Strong performance in the July–September quarter of 2025–26 (FY26) and expectations of growth from launches and acquisition-led synergies led to a 6.65 per cent jump in the share price of pharmaceutical (pharma) major Torrent Pharmaceuticals. Several brokerages have upgraded the stock — currently trading at ₹3,817 — citing upward earnings estimates for 2026–27 (FY27).
Driven by its India business and Rest of the World markets, the company reported a robust 14.3 per cent year-on-year (Y-o-Y) increase in revenue. Torrent continues to outperform the domestic market due to its strong presence in high-growth therapeutic segments. The company posted 11.5 per cent growth in India, led by cardiac and gastrointestinal therapies, compared with overall Indian pharma market growth of 8 per cent. Volumes contributed 3.7 per cent, price growth 5.5 per cent, with the remainder coming from new products.

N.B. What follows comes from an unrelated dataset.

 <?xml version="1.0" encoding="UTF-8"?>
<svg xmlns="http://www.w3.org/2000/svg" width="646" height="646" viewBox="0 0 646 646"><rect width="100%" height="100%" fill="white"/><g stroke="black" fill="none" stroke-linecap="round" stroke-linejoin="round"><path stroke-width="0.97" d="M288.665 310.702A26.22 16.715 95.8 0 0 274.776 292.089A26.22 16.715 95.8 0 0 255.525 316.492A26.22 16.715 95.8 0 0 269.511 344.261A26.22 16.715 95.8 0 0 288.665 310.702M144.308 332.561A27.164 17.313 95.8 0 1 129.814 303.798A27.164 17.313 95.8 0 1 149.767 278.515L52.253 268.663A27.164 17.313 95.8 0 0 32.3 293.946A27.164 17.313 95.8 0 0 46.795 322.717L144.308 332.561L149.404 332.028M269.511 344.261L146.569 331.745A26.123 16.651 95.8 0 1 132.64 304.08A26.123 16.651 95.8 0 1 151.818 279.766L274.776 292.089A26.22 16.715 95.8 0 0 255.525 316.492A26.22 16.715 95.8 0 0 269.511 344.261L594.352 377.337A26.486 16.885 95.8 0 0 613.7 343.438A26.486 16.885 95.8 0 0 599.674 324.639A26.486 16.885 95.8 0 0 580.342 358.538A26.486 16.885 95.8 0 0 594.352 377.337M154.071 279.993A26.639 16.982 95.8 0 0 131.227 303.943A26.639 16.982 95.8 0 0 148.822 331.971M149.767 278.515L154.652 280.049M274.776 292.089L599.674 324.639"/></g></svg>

Revenue from Latin American markets grew 14 per cent Y-o-Y in constant currency terms. A favourable exchange rate between the Brazilian real and the Indian rupee boosted growth in rupee terms.
The Latin American business is expected to maintain low double-digit growth going forward. Torrent plans to launch the generic version of semaglutide in both India and Brazil and aims for a 15 per cent market share in Brazil’s $1 billion market for the product.
The US business posted constant-currency growth of 21 per cent, driven by launches such as the generic version of heart failure drug Entresto. Analysts at Elara Securities, led by Bino Pathiparampil, note that the US business has shown an uptick since the first quarter after five years of lacklustre performance. The company expects the trend to continue, supported by recent product launches and facility clearances.
Torrent is once again viewing the US as a key growth opportunity and is investing in product development for the market. Elara has an ‘accumulate’ rating on the stock and has raised its target price to ₹4,137, saying the premium valuation is justified by deleveraging-led EPS growth and higher cash generation.
JM Financial has upgraded the stock to a ‘buy’. It projects annual revenue growth of 14 per cent, operating profit growth of 15 per cent, and net profit growth of 25 per cent over FY25–28. Analysts Amey Chalke and Abin Benny said the gains come with a 149-basis-point margin expansion, supported by pricing-led growth and improving US profitability from launches.